#### What you have to do:
Please transcribe the data that follows without the pictures, keeping every word the same.

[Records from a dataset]
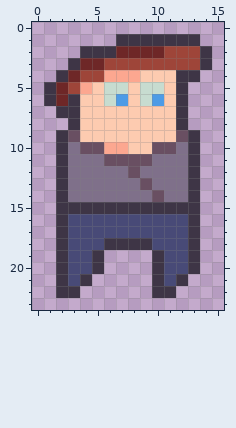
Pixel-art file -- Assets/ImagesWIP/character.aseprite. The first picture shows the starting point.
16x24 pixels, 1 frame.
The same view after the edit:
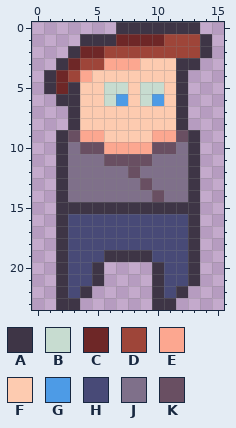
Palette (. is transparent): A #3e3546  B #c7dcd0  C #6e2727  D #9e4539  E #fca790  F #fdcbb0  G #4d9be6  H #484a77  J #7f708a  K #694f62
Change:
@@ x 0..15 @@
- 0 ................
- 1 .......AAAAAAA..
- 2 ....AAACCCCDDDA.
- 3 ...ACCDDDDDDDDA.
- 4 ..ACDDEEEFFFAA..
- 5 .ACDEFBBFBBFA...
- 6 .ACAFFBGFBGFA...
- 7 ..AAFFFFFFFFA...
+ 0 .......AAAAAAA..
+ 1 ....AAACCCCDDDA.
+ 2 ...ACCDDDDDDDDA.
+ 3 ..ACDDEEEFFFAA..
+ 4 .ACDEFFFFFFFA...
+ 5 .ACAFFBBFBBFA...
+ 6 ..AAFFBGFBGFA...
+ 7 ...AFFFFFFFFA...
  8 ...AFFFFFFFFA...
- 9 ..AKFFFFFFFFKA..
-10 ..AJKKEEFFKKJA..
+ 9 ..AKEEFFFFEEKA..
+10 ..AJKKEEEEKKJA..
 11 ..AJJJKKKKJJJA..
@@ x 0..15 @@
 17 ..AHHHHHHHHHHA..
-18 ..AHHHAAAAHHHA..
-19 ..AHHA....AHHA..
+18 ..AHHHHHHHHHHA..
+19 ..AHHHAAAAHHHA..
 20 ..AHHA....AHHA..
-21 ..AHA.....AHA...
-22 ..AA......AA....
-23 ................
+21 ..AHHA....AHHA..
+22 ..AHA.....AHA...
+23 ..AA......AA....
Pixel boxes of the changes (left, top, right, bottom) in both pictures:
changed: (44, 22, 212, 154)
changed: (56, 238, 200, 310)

#### Answer space:
Pixel-art file -- Assets/ImagesWIP/character.aseprite. The first picture shows the starting point.
16x24 pixels, 1 frame.
The same view after the edit:
Palette (. is transparent): A #3e3546  B #c7dcd0  C #6e2727  D #9e4539  E #fca790  F #fdcbb0  G #4d9be6  H #484a77  J #7f708a  K #694f62
Change:
@@ x 0..15 @@
- 0 ................
- 1 .......AAAAAAA..
- 2 ....AAACCCCDDDA.
- 3 ...ACCDDDDDDDDA.
- 4 ..ACDDEEEFFFAA..
- 5 .ACDEFBBFBBFA...
- 6 .ACAFFBGFBGFA...
- 7 ..AAFFFFFFFFA...
+ 0 .......AAAAAAA..
+ 1 ....AAACCCCDDDA.
+ 2 ...ACCDDDDDDDDA.
+ 3 ..ACDDEEEFFFAA..
+ 4 .ACDEFFFFFFFA...
+ 5 .ACAFFBBFBBFA...
+ 6 ..AAFFBGFBGFA...
+ 7 ...AFFFFFFFFA...
  8 ...AFFFFFFFFA...
- 9 ..AKFFFFFFFFKA..
-10 ..AJKKEEFFKKJA..
+ 9 ..AKEEFFFFEEKA..
+10 ..AJKKEEEEKKJA..
 11 ..AJJJKKKKJJJA..
@@ x 0..15 @@
 17 ..AHHHHHHHHHHA..
-18 ..AHHHAAAAHHHA..
-19 ..AHHA....AHHA..
+18 ..AHHHHHHHHHHA..
+19 ..AHHHAAAAHHHA..
 20 ..AHHA....AHHA..
-21 ..AHA.....AHA...
-22 ..AA......AA....
-23 ................
+21 ..AHHA....AHHA..
+22 ..AHA.....AHA...
+23 ..AA......AA....
Pixel boxes of the changes (left, top, right, bottom) in both pictures:
changed: (44, 22, 212, 154)
changed: (56, 238, 200, 310)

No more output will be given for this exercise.